The Best Christmas Songs which are All Time Popular
14. Many traditional Christmas carols focus on the Christian celebration of the birth of Jesus Christ while others celebrate the Twelve Days of Christmas that range from 25 December to 5 January. Therefore many Carols can be related to St Stephen’s Day, falling on 26 December, St John’s Day, falling on 27 December, Feast of Holy Innocents falling on 28 December, St Sylvester’s Day which falls on the last day of the year ie 31 December and finally the Epiphany. The examples of these carols are, We Three Kings, which is an Epiphany song, Good King Wenceslas, which is a carol for St. Stephen’s Day. Nonetheless, many Christmas Carols both religious and secular are now regarded as Christmas songs and sung during the Christmas season. Hundreds of Christmas carols have been penned over several centuries, but only a few have achieved legendary status. Some of the most popular and evergreen christmas carols are as follows:-
“Silent Night“. This is Considered to be one the most famous Christmas carol of all. An Austrian priest Joseph Mohr, composed the song with friend Franz Gruber on Christmas Eve despite the fact that their church organ was broken.
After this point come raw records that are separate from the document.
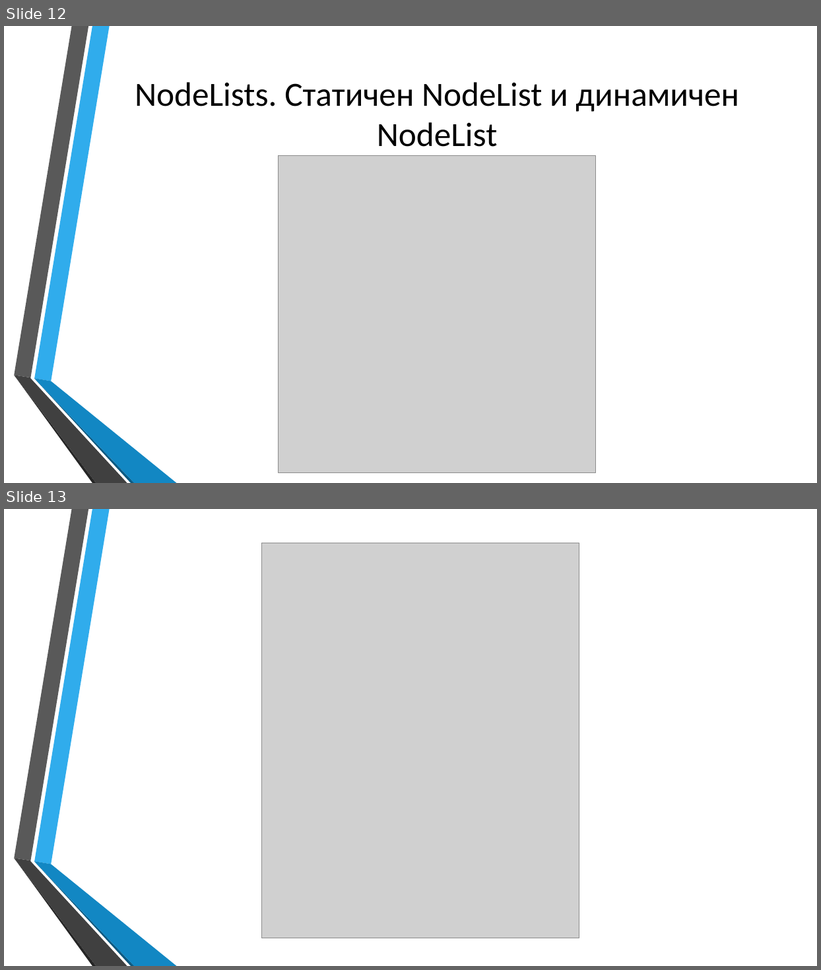
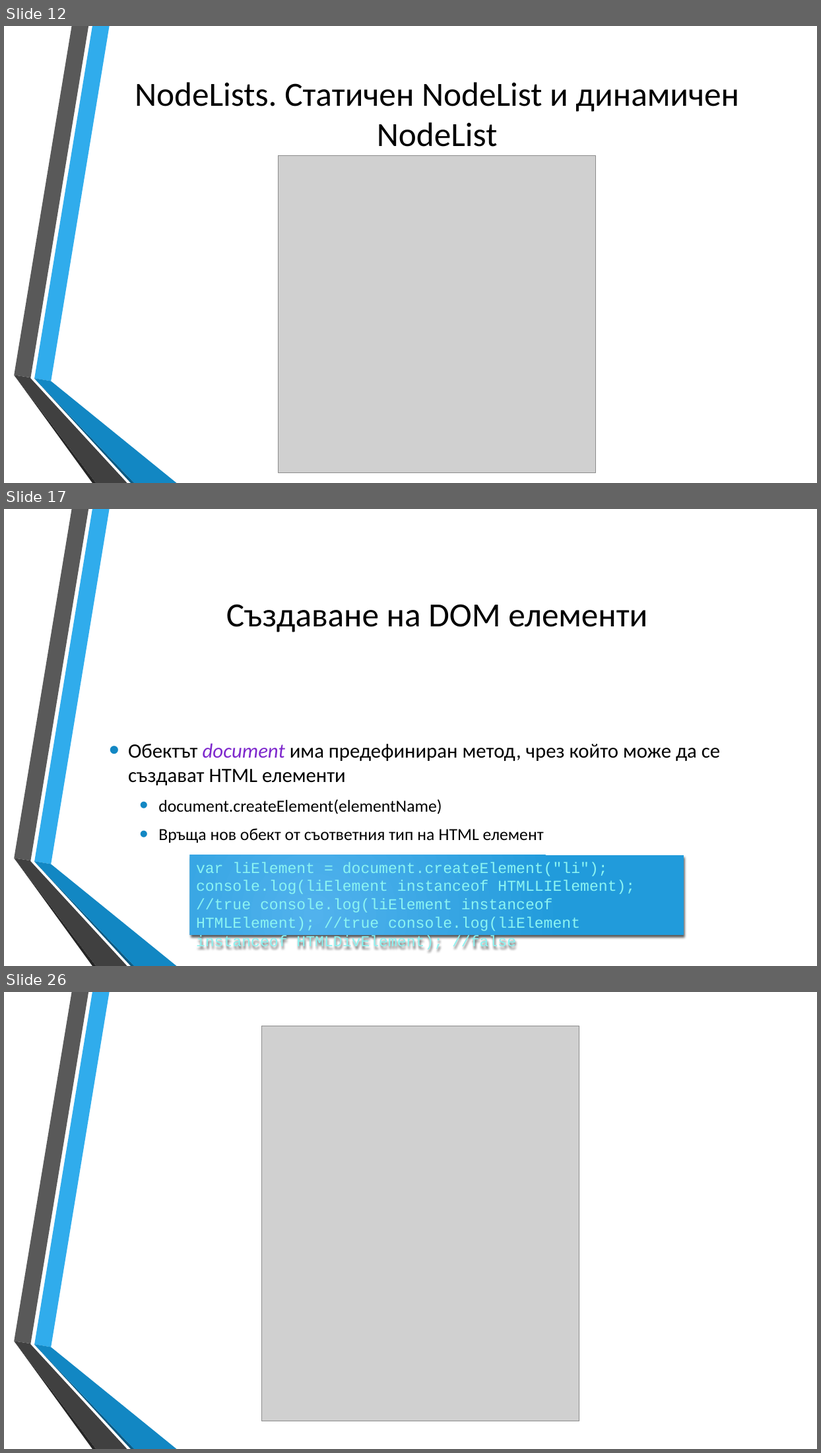
Before and after one commit to dnmitev/IT-Academy, a slide deck: JS Fundamentals/9.DOM&CSS/DOM&CSS.pptx. Shown one above the other, each under a label of ours: slides 12 and 13 before the commit, slides 12, 17 and 26 after it; the slides between them are not shown. The pictures are 821x970 and 821x1453 pixels, drawn with LibreOffice and Linux fonts; fonts in the diff are those of the drawing; grey boxes stand for pictures; background and template pictures are left out. Boxes give left, top, right and bottom in pixels: in the first picture for what was removed or moved away, otherwise in the second. Text is boxed around its words. In the diff, an @@ line names an element or a change of style, - is before the commit and + after.

```diff
--- a/JS Fundamentals/9.DOM&CSS/DOM&CSS.pptx
+++ b/JS Fundamentals/9.DOM&CSS/DOM&CSS.pptx
@@ slide 17 added at (x1=4, y1=509, x2=817, y2=966), background picture (left out); not listed: 6 template elements that a slide beside it also shows @@
@@ title added at (x1=226, y1=604, x2=648, y2=632), 40 pt, text #000000 @@
+Създаване на DOM елементи
@@ text added at (x1=128, y1=743, x2=720, y2=844), 20 pt, text #000000 @@
+• Обектът document има предефиниран метод, чрез който може да се създават HTML елементи
+  • document.createElement(elementName)
+  • Връща нов обект от съответния тип на HTML елемент
@@ rectangle added at (x1=190, y1=855, x2=684, y2=935), fill gradient #51B3ED to #219CDB, 18 pt, text #8CF4F2 @@
+var liElement = document.createElement("li"); console.log(liElement instanceof HTMLLIElement); //true console.log(liElement instanceof HTMLElement); //true console.log(liElement instanceof HTMLDivElement); //false
@@ what was slide 13 is now slide 26 @@
```
Also in this commit, not shown: 1 slide changed, 12 other slides added, 9 other files.

“Hark! The Herald Angels Sing“. Another very popular carol which was composed by Felix Mendelssohn and written by Charles Wesley; later on it was amended by George Whitefield and Martin Madan.
“Jingle Bells“. James Lord Pierpont
“While Shepherds Watched Their Flocks“. words: Nahum Tate, music (UK): “Winchester Old” from Este’s Psalter adapted from Christopher Tye, music (US): adapted from Handel, 1728; arranged in Harmonia Sacra, 1812.
“Joy to the World“. Joy to the World, The Lord is come is also one of the most popular carols. It’s lyrics are based on Isaac Watt’s 1719 translation of the Psalms, Verse 98. The music was arranged and composed by Lowell Mason in the 19th century on the themes Handel’s Messiah.
“O Come All Ye Faithful“. Englishman John Francis Wade is credited with the words and collaborated with John Reading to give the hymn a melody and published it around 1751. It became a popular church hymn a century later when Frederick Oakeley translated it from Latin into English in 1841.
“A Christmas Carol”. Words and music of this carol is by Charles Ives.